**Exercise objective**.
In the records below, find the line that contains "6 new vertices" and the line that contains "100 new faces", then retype exactly those two lines and every line between them.

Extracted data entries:
·····
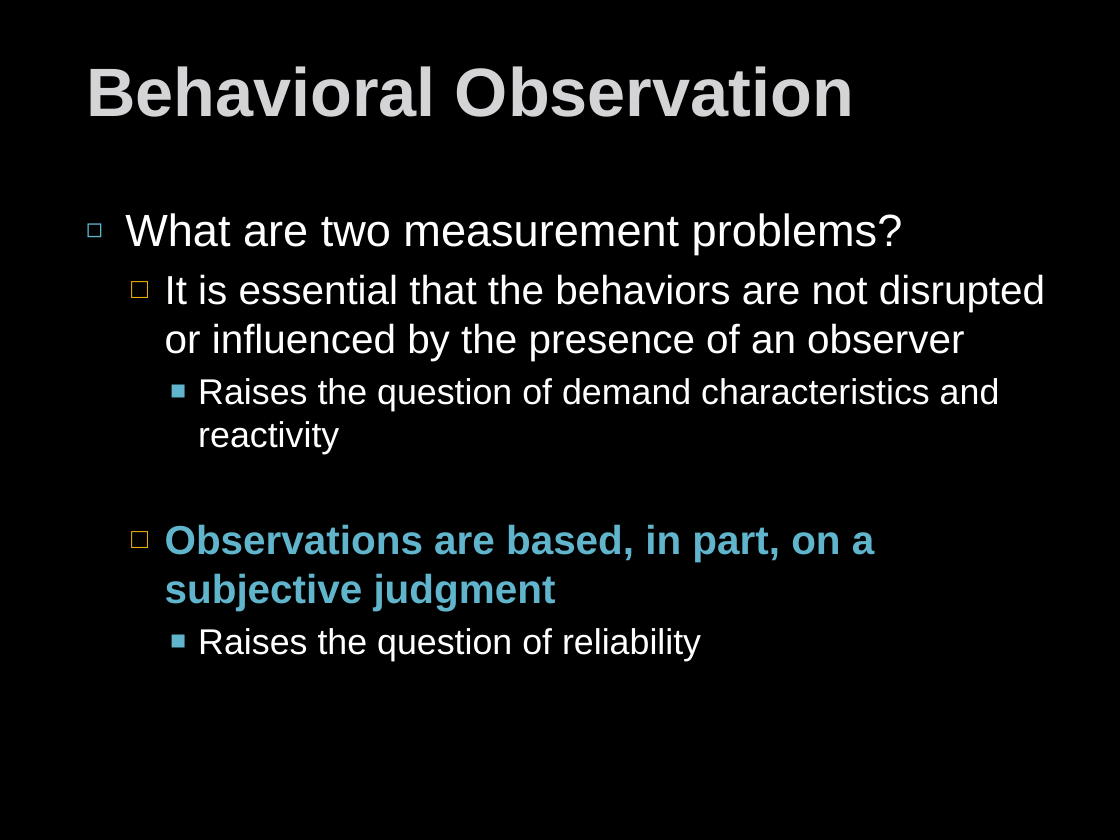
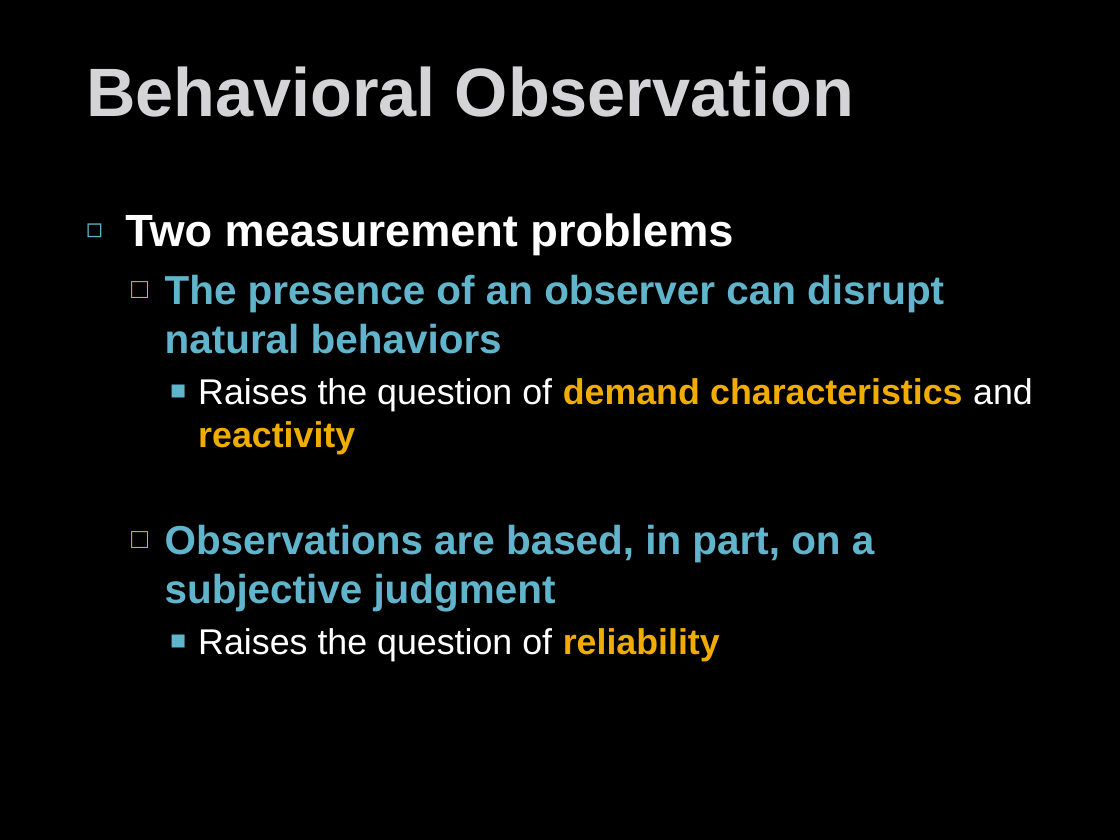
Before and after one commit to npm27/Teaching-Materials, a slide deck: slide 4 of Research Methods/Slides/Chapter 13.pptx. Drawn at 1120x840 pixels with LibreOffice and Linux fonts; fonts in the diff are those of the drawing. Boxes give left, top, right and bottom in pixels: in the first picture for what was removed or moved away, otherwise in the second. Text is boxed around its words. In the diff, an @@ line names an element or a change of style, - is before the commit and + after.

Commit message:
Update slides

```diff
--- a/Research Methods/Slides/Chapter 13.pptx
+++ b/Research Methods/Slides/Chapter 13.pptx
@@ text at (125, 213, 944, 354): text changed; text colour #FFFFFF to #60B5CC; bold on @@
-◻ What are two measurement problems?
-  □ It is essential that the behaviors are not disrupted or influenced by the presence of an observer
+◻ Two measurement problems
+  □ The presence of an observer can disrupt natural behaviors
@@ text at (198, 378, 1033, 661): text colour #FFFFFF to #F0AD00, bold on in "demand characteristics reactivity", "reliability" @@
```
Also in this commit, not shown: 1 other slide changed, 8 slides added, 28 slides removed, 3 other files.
·····
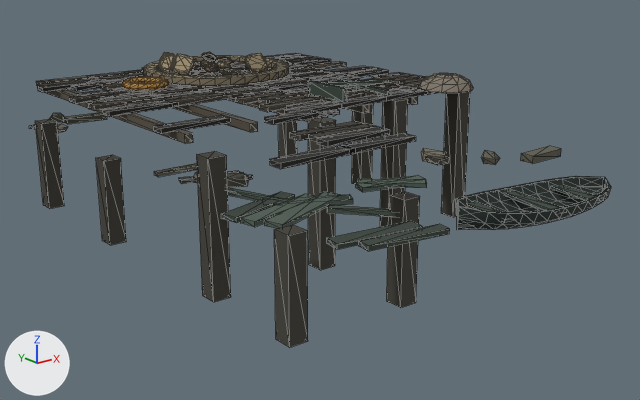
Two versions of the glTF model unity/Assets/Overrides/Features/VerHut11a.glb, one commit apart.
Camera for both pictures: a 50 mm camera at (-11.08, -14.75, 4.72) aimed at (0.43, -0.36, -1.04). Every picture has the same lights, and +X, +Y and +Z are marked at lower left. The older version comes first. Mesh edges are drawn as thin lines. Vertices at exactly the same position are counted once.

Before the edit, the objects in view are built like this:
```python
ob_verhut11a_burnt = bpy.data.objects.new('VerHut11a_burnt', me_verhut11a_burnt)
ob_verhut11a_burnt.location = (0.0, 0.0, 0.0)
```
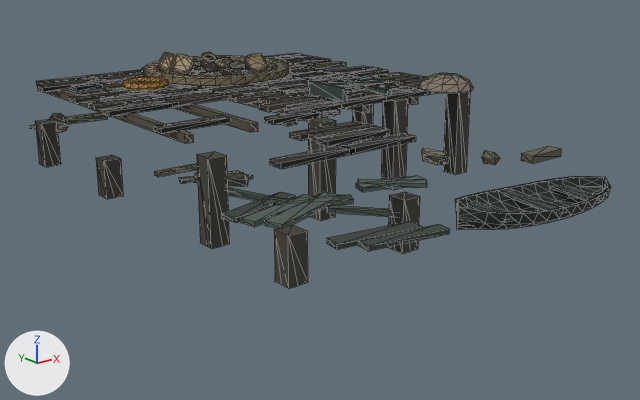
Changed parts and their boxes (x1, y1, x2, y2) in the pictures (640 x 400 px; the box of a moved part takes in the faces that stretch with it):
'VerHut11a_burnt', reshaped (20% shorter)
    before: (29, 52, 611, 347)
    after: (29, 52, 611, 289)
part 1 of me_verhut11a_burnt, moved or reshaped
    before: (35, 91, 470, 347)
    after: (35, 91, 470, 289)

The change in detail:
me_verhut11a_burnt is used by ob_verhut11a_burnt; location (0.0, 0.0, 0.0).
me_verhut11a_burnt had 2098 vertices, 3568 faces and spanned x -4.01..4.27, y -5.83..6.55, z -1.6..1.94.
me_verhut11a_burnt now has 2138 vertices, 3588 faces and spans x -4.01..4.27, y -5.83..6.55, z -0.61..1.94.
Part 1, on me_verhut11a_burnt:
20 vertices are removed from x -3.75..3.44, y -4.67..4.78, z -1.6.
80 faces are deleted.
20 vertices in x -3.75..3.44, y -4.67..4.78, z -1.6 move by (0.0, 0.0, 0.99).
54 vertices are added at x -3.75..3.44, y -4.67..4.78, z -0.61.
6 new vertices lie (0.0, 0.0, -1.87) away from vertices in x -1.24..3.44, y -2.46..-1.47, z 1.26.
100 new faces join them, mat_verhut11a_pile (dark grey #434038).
·····
**Task solution**.
6 new vertices lie (0.0, 0.0, -1.87) away from vertices in x -1.24..3.44, y -2.46..-1.47, z 1.26.
100 new faces join them, mat_verhut11a_pile (dark grey #434038).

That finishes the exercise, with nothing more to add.